Ah yes, I can speak with my vote. Which party is promising to work at a more rehabilitative prison system in readiness for the upcoming election next week? The Conservatives under Stephen Harper took Canada backwards to a more punitive system. Justin Trudeau promised in his first campaign to reset the system in a more progressive direction. He had 4 + years to do so. Turns out not much has changed and little is being said of future plans in the current campaign. See “Harper was tough on crime, Trudeau promised a new approach – did he deliver?” by Jane Gerster, Global News, posted October 6, 2019 4:00 am.
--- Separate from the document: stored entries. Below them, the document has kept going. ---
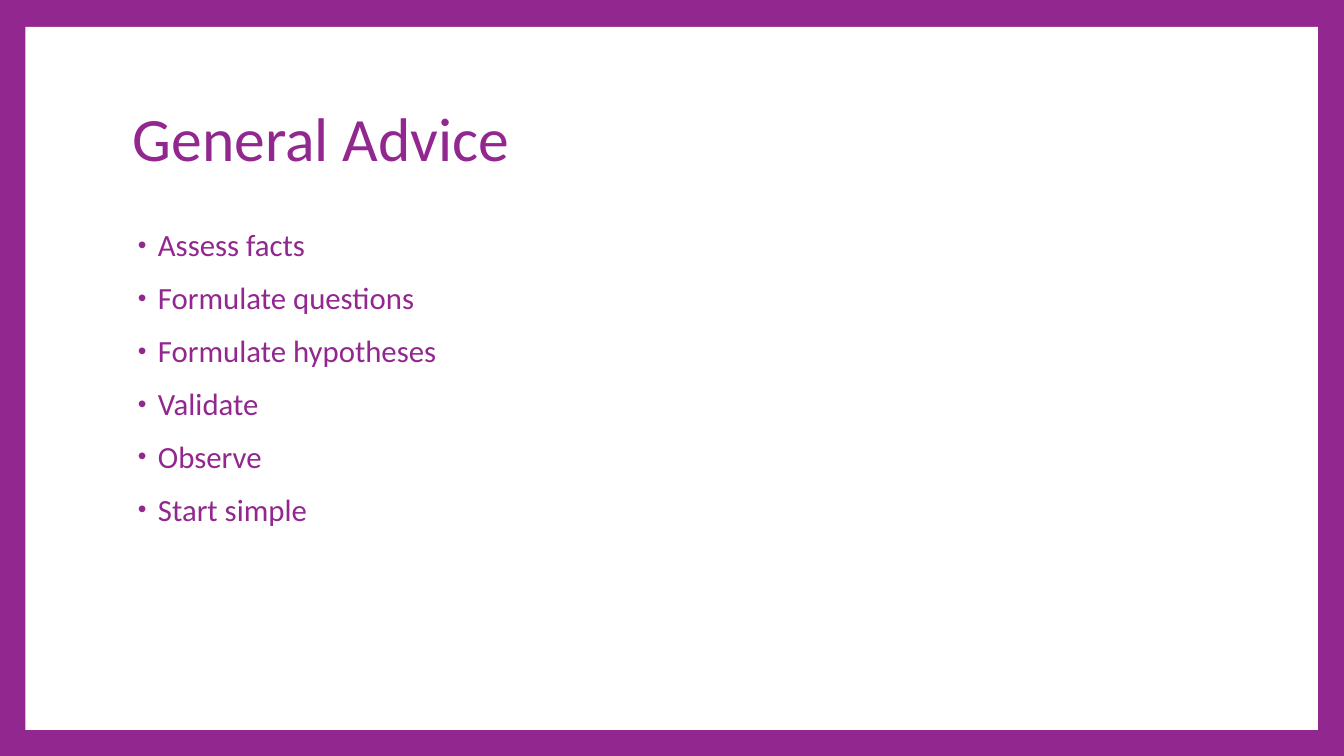
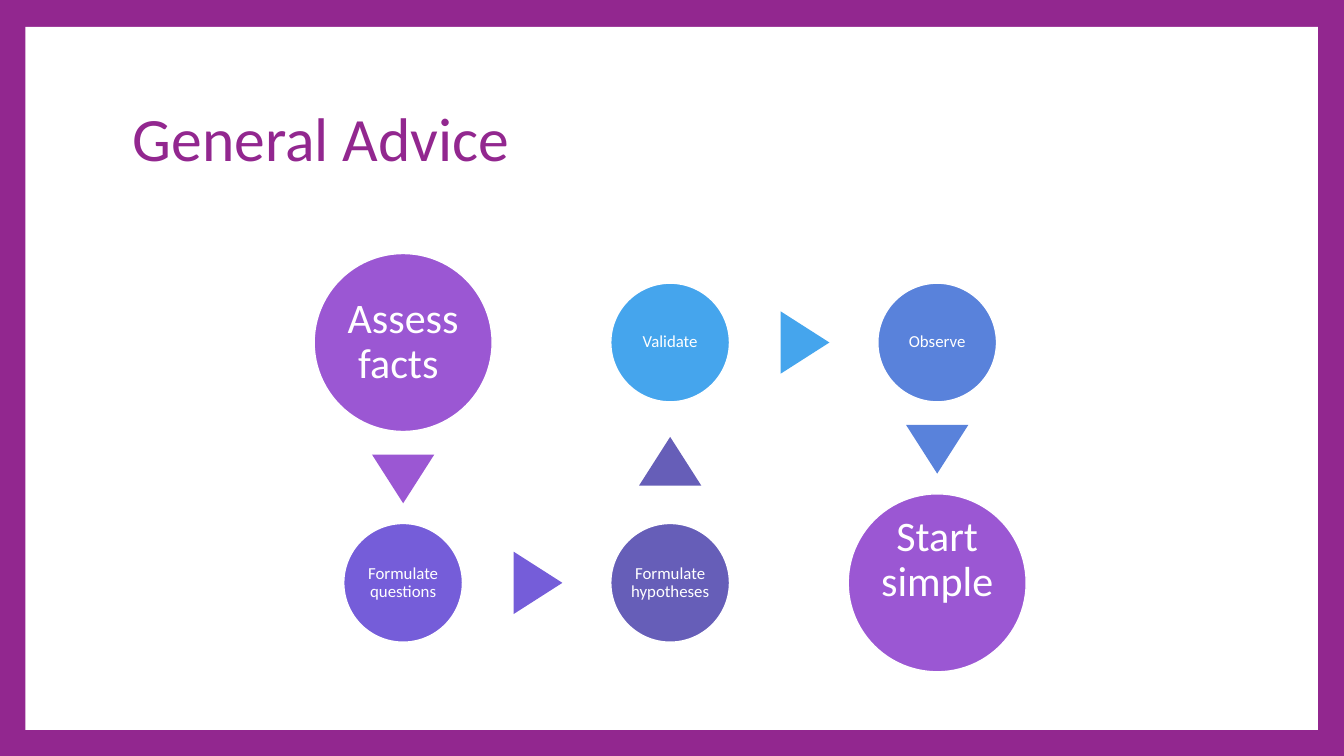
Before and after one commit to cdiggins/cs321, a slide deck: slide 4 of class-notes/cs321-winter-2023-lecture-7.pptx. Drawn at 1344x756 pixels with LibreOffice and Linux fonts; fonts in the diff are those of the drawing. Boxes give left, top, right and bottom in pixels: in the first picture for what was removed or moved away, otherwise in the second. Text is boxed around its words. In the diff, an @@ line names an element or a change of style, - is before the commit and + after.

```diff
--- a/class-notes/cs321-winter-2023-lecture-7.pptx
+++ b/class-notes/cs321-winter-2023-lecture-7.pptx
@@ text removed at [158, 235, 436, 526] @@
-• Assess facts
-• Formulate questions
-• Formulate hypotheses
-• Validate
-• Observe
-• Start simple
@@ group added at [314, 253, 1026, 672]: 6 ellipses, 6 texts, 5 triangles @@
+Assess facts
+Formulate questions
+Formulate hypotheses
+Validate
+Observe
+Start simple
```
Also in this commit, not shown: 20 other slides changed, 3 slides added, 6 slides removed, 1 other file.

Other options: my husband and I could spring for a lawyer rather than leave Yasik to work out his own legal aid. He got into this mess and we established our take on that right from the beginning of ‘The Troubles’, telling him even when he was barely 16 that he had to take care of the legal repercussions of his actions. Recently though, we did talk to a lawyer who did not encourage us to seek out a lawyer for Yasik because there is little that can be done at this stage anyway. And no one is asking us to become involved. The current probation officer called us as she prepared her pre-sentencing report. We assured her that we are willing to be involved with a caveat that Yasik also be getting a rehab recommendation. We are not prepared to work with a still addicted Yasik without support. That is rational is it not? Anymore options? Well, there is also the activist option which I keep shelving for the present. I could get involved with Moms Stop the Harm or return to AL-ANON or whatever activism is encouraged in my small town. In lieu of stepping out in activism, I know there is always the good old ‘look for the silver lining’ fall back. Who knows, some serious prison time in a medium security prison, likely near to his home and just as likely with cellmates he knows, may be just the thing. The memoir, The Master Plan, could not have been written had it not been first experienced by Chris Wilson.
Right now though, it is going to be hard to tell me not to rub the genie’s lantern, if only out of petulant self-pity.